July 4th was the next morning and we ministered at a small church in Toano, which is the same town my grandparents live in.  I went to visit both sets.  I even saw my dad, who didn’t look well at all.  He’s gotten insanely fat.  He also told me that Kevin got in another accident last night.

I hurriedly returned to my Master’s Commission gang, fully aware that I’d rather spend time with them than my own father.  We decided to take the super long and scenic route back to Chesapeake, which involved a ferry ride.  That evening, Meagan and Mary and I went to Meagan’s beautiful country home out in Pungo.  The three of us drove to Sandbridge and spend the final hours of the last 4th of July of the 1900s playing in the deep dark waves of the Altantic Ocean.  An airplane made amazing glow-in-the-dark smoke trails in the star-filled sky above.  The night was perfect, but soon midnight came and the day that I am now breathing in began.

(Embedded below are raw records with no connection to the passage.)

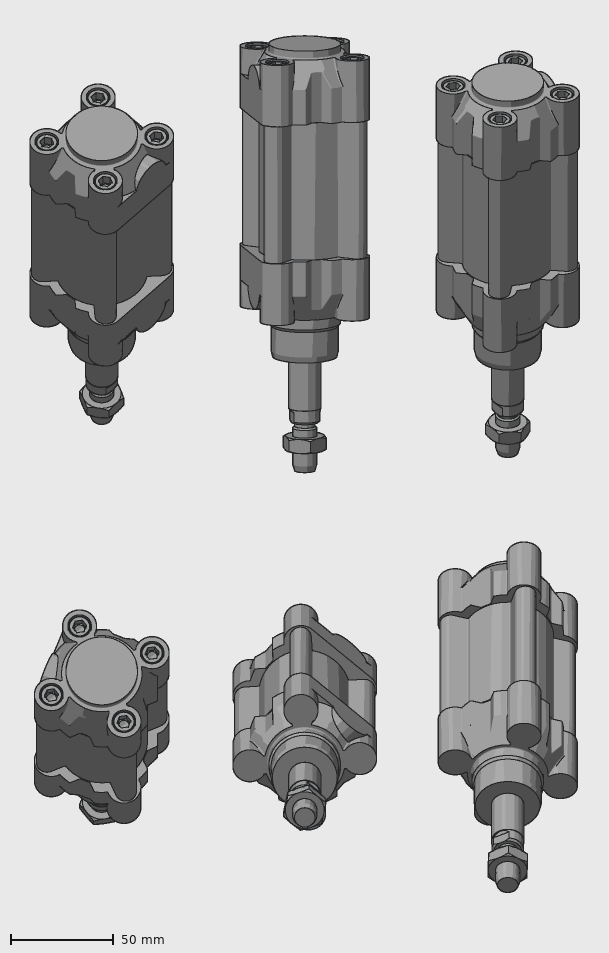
import cadquery as cq
import math

OVERALL_LENGTH = 213.0

TOLERANCE = 0.02

CAP_WIDTH = 54.5
CAP_LENGTH = 30.7
LUG_PITCH = 38.0
LUG_RADIUS = (CAP_WIDTH - LUG_PITCH) / 2
CAP_RADIUS = CAP_WIDTH / 2
CONE_TOP_RADIUS = 19.5
CONE_ANGLE = 30.0
CONE_BASE = CAP_LENGTH - (CAP_RADIUS - CONE_TOP_RADIUS) / math.tan(math.radians(CONE_ANGLE))
NOTCH_FLOOR_RADIUS = 22.8
NOTCH_FLOOR_WIDTH = 5.3
CAP_FILLET = 0.53
BOSS_RADIUS = 11.0
BOSS_OFFSET_Y = 5.5

SPIGOT_DIAMETER = 35.0
SPIGOT_FILLET = 0.6
FRONT_SPIGOT_CHAMFER_LENGTH = 1.5
REAR_SPIGOT_LENGTH = 4.0
FRONT_SPIGOT_LENGTH = 6.8
NOSE_DIAMETER = 32.8
NOSE_TOP = 72.5
NOSE_BOTTOM = 57.0
NOSE_CHAMFER_LENGTH = 2.8
NOSE_CHAMFER_DEPTH = 0.6

SCREW_BORE_DIAMETER = 11.5
SCREW_HEAD_DIAMETER = 10.6
SCREW_HEAD_CHAMFER = 0.5
SCREW_HEAD_RECESS = 0.6
SCREW_GAP_DEPTH = 4.3
HEX_FLATS = 6.0
HEX_DEPTH = 5.0
HEX_DRILL_DIAMETER = 5.0
HEX_DRILL_DEPTH = 1.5

BARREL_RADIUS = 22.4
BARREL_WIDTH = 51.5
COLUMN_WIDTH = 10.5
COLUMN_FILLET = 0.6

ROD_DIAMETER = 16.0
ROD_END_DIAMETER = 15.5
ROD_END_TOP = 31.3
ROD_END_BOTTOM = 24.3
ROD_END_CHAMFER = 1.0
WRENCH_FLATS = 13.0
NECK_DIAMETER = 10.0
THREAD_DIAMETER = 12.0
THREAD_TOP = 22.2
THREAD_TOP_CHAMFER = 0.9
TIP_CHAMFER_LENGTH = 3.2
TIP_DIAMETER = 10.0

NUT_FLATS = 19.0
NUT_BOTTOM = 10.5
NUT_HEIGHT = 7.0
NUT_CHAMFER_ANGLE = 30.0

REAR_FACE = OVERALL_LENGTH - REAR_SPIGOT_LENGTH
BARREL_TOP = REAR_FACE - CAP_LENGTH
FRONT_FACE = NOSE_TOP + FRONT_SPIGOT_LENGTH
BARREL_BOTTOM = FRONT_FACE + CAP_LENGTH


def cylinder(diameter, bottom, top):
    return cq.Workplane("XY").workplane(offset=bottom).circle(diameter / 2).extrude(top - bottom)


def lug_centres():
    half = LUG_PITCH / 2
    return [(x, y) for x in (-half, half) for y in (-half, half)]


def cap_core():
    """Round body of a cap, its outer end turned to a cone."""
    return (
        cq.Workplane("XZ")
        .polyline([
            (0, 0),
            (CAP_RADIUS, 0),
            (CAP_RADIUS, CONE_BASE),
            (CONE_TOP_RADIUS, CAP_LENGTH),
            (0, CAP_LENGTH),
        ])
        .close()
        .revolve(360, (0, 0), (0, 1))
    )


def side_block():
    """Flat +X side, as high as the cylindrical part of the cap."""
    block = cq.Workplane("XY").rect(CAP_RADIUS, LUG_PITCH).extrude(CONE_BASE)
    return block.translate((CAP_RADIUS / 2, 0, 0))


def cap_notches():
    """45-degree sided grooves along the axis, on every side but +X."""
    half_floor = NOTCH_FLOOR_WIDTH / 2
    depth = CAP_WIDTH - NOTCH_FLOOR_RADIUS
    half_mouth = half_floor + depth
    notch = (
        cq.Workplane("XY")
        .polyline([
            (-NOTCH_FLOOR_RADIUS, -half_floor),
            (-NOTCH_FLOOR_RADIUS, half_floor),
            (-NOTCH_FLOOR_RADIUS - depth, half_mouth),
            (-NOTCH_FLOOR_RADIUS - depth, -half_mouth),
        ])
        .close()
        .extrude(CAP_LENGTH)
    )
    notches = notch
    for angle in (-90, 90):
        notches = notches.union(notch.rotate((0, 0, 0), (0, 0, 1), angle))
    return notches


def port_boss():
    """Round boss pointing to +X, half-way along the cap and off its middle."""
    return (
        cq.Workplane("YZ")
        .center(BOSS_OFFSET_Y, CAP_LENGTH / 2)
        .circle(BOSS_RADIUS)
        .extrude(CAP_RADIUS)
    )


def cap_lugs():
    """Round corner lugs, each joined squarely to the middle of the cap."""
    lugs = cq.Workplane("XY").pushPoints(lug_centres()).circle(LUG_RADIUS).extrude(CAP_LENGTH)
    neck_middle = LUG_PITCH / 2 - LUG_RADIUS / 2
    necks = [(math.copysign(neck_middle, x), math.copysign(neck_middle, y)) for x, y in lug_centres()]
    return lugs.union(
        cq.Workplane("XY").pushPoints(necks).rect(LUG_RADIUS, LUG_RADIUS).extrude(CAP_LENGTH)
    )


def screw_cut():
    """Space round one screw head in its counterbore, with the hexagon socket in the head."""
    head_top = SCREW_GAP_DEPTH - SCREW_HEAD_RECESS
    head = cylinder(SCREW_HEAD_DIAMETER, 0, head_top).faces(">Z").chamfer(SCREW_HEAD_CHAMFER)
    hex_corners = HEX_FLATS / math.cos(math.pi / 6)
    hexagon = cq.Workplane("XY").workplane(offset=head_top).polygon(6, hex_corners).extrude(-HEX_DEPTH)
    hexagon = hexagon.rotate((0, 0, 0), (0, 0, 1), 90)
    down = cq.Vector(0, 0, -1)
    socket_floor = cq.Vector(0, 0, head_top - HEX_DEPTH)
    drill_point = cq.Solid.makeCone(HEX_DRILL_DIAMETER / 2, 0, HEX_DRILL_DEPTH, socket_floor, down)
    space = cylinder(SCREW_BORE_DIAMETER, 0, SCREW_GAP_DEPTH).cut(head)
    space = space.union(hexagon).union(cq.Workplane(drill_point))
    return space.translate((0, 0, CAP_LENGTH - SCREW_GAP_DEPTH))


def fillet_edges(cap):
    """Edges between the two flat end faces, without the seams where lug rounds run into their necks."""
    chosen = []
    for edge in cap.edges().vals():
        middle = edge.Center().z
        in_end_face = middle < TOLERANCE or middle > CAP_LENGTH - TOLERANCE
        is_seam = edge.geomType() == "LINE" and edge.BoundingBox().zmin > TOLERANCE
        if not in_end_face and not is_seam:
            chosen.append(edge)
    return chosen


def make_cap():
    """Cap common to both ends, with its inner face at z = 0 and its outer face upwards."""
    cap = cap_core().cut(cap_notches()).union(cap_lugs())
    cap = cap.newObject(fillet_edges(cap)).fillet(CAP_FILLET)
    return cap.union(side_block()).union(port_boss())


def spigot_base(diameter, bottom, top):
    """Spigot whose lower end flares out in a concave fillet."""
    radius = diameter / 2
    return (
        cq.Workplane("XZ")
        .moveTo(0, bottom)
        .lineTo(radius + SPIGOT_FILLET, bottom)
        .radiusArc((radius, bottom + SPIGOT_FILLET), SPIGOT_FILLET)
        .lineTo(radius, top)
        .lineTo(0, top)
        .close()
        .revolve(360, (0, 0), (0, 1))
    )


def make_rear_cap():
    cap = make_cap().union(spigot_base(SPIGOT_DIAMETER, CAP_LENGTH, CAP_LENGTH + REAR_SPIGOT_LENGTH))
    cut = screw_cut()
    for x, y in lug_centres():
        cap = cap.cut(cut.translate((x, y, 0)))
    return cap.translate((0, 0, BARREL_TOP))


def make_front_cap():
    chamfer_depth = (SPIGOT_DIAMETER - NOSE_DIAMETER) / 2
    spigot = spigot_base(SPIGOT_DIAMETER, CAP_LENGTH, CAP_LENGTH + FRONT_SPIGOT_LENGTH)
    spigot = spigot.faces(">Z").chamfer(FRONT_SPIGOT_CHAMFER_LENGTH, chamfer_depth)
    cap = make_cap().union(spigot).mirror("XY").translate((0, 0, BARREL_BOTTOM))
    nose = cylinder(NOSE_DIAMETER, NOSE_BOTTOM, NOSE_TOP)
    nose = nose.faces("<Z").chamfer(NOSE_CHAMFER_LENGTH, NOSE_CHAMFER_DEPTH)
    rod_bore = cylinder(ROD_DIAMETER, NOSE_BOTTOM, BARREL_BOTTOM)
    return cap.union(nose).cut(rod_bore)


def make_barrel():
    """Round tube with four diagonal columns, parallel sided and fully rounded outside."""
    length = BARREL_TOP - BARREL_BOTTOM
    base = cq.Workplane("XY").workplane(offset=BARREL_BOTTOM)
    end_centre = (BARREL_WIDTH - COLUMN_WIDTH) / 2 * math.sqrt(2)
    columns = base.slot2D(2 * end_centre + COLUMN_WIDTH, COLUMN_WIDTH, 45).extrude(length)
    columns = columns.union(columns.rotate((0, 0, 0), (0, 0, 1), 90))
    barrel = base.circle(BARREL_RADIUS).extrude(length).union(columns)
    junctions = []
    for edge in barrel.edges("|Z").vals():
        distance = math.hypot(edge.Center().x, edge.Center().y)
        if abs(distance - BARREL_RADIUS) < TOLERANCE:
            junctions.append(edge)
    return barrel.newObject(junctions).fillet(COLUMN_FILLET)


def wrench_flat():
    """Cutter for the +X wrench flat, its upper end sloping out at 45 degrees."""
    flat = WRENCH_FLATS / 2
    rim = ROD_DIAMETER / 2
    return (
        cq.Workplane("XZ")
        .polyline([
            (flat, ROD_END_BOTTOM),
            (flat, ROD_END_TOP - (rim - flat)),
            (rim, ROD_END_TOP),
            (rim, ROD_END_BOTTOM),
        ])
        .close()
        .extrude(ROD_DIAMETER / 2, both=True)
    )


def make_rod():
    shank = cylinder(ROD_DIAMETER, ROD_END_TOP, BARREL_BOTTOM)
    end = cylinder(ROD_END_DIAMETER, ROD_END_BOTTOM, ROD_END_TOP).faces("<Z").chamfer(ROD_END_CHAMFER)
    flat = wrench_flat()
    end = end.cut(flat).cut(flat.mirror("YZ"))
    neck = cylinder(NECK_DIAMETER, THREAD_TOP, ROD_END_BOTTOM)
    thread = cylinder(THREAD_DIAMETER, 0, THREAD_TOP).faces(">Z").chamfer(THREAD_TOP_CHAMFER)
    tip_depth = (THREAD_DIAMETER - TIP_DIAMETER) / 2
    thread = thread.faces("<Z").chamfer(TIP_CHAMFER_LENGTH, tip_depth)
    return shank.union(end).union(neck).union(thread)


def make_nut():
    """Hexagon with corners on Y, chamfered on both faces and bored for the thread."""
    corner_radius = NUT_FLATS / 2 / math.cos(math.pi / 6)
    edge_drop = (corner_radius - NUT_FLATS / 2) * math.tan(math.radians(NUT_CHAMFER_ANGLE))
    hexagon = cq.Workplane("XY").polygon(6, 2 * corner_radius).extrude(NUT_HEIGHT)
    hexagon = hexagon.rotate((0, 0, 0), (0, 0, 1), 90)
    turned = (
        cq.Workplane("XZ")
        .polyline([
            (0, 0),
            (NUT_FLATS / 2, 0),
            (corner_radius, edge_drop),
            (corner_radius, NUT_HEIGHT - edge_drop),
            (NUT_FLATS / 2, NUT_HEIGHT),
            (0, NUT_HEIGHT),
        ])
        .close()
        .revolve(360, (0, 0), (0, 1))
    )
    bore = cylinder(THREAD_DIAMETER, 0, NUT_HEIGHT)
    return hexagon.intersect(turned).cut(bore).translate((0, 0, NUT_BOTTOM))


rear_cap = make_rear_cap()
front_cap = make_front_cap()
barrel = make_barrel()
rod = make_rod()
nut = make_nut()

result = cq.Compound.makeCompound([
    rear_cap.val(),
    front_cap.val(),
    barrel.val(),
    rod.val(),
    nut.val(),
])

We left Sandbridge around one in the morning.  Meagan drove, Mary sat in front of me, and she would reach back and we would hold and touch each other’s hands.  We got to the house and showered all the salt and sand off of us.  Meagan went to bed and then, for about two hours, I held and touched the most amazing girl alive.

Mary and I spent the early hours of this morning realizing this would be the only chance we had to touch each other.  So, we cautiously spoke into each other’s hearts while guarding them at the same time.  We did not sleep.  It was the most precious few hours of my history.  How beautiful was its purity!  Her soft skin.  Her eyebrows.  Her neck.  Her back.  Her ears.  Her hair.  Oh, and she wanted to shave my face, so I let her.  And then I shaved her legs.  How weird and crazy we are!

I want her so bad, but I’ll only be around her for another week, and in the busy town of L.A. at that.  Our conversation this morning was so precious.  We were no longer two team leaders, but we were man and woman, stopping the world for a few brief hours, so we could acknowledge the value in each other.  Thank you for this morning God.  Use it for your glory!

Now she flies over New Mexico, while I sit in Texas.  Why do goodbyes take place?  Why do I have to part from this girl?  If coming to Virginia Beach did anything for me, it introduced me to Mary, and that makes everything worth it!

Above that though, God has used her to do a healing in me.  My faith in Christian women has grown strong again.  She and I are no accident.  We are no mishap.  This is divine.  I’m not saying she is the one, I’m just saying she has been divinely appointed to me for this brief time, as I have been to her.

Sweet Jesus, you never let me go.  You are my desire.  You bring such good things into my life.  Thank you!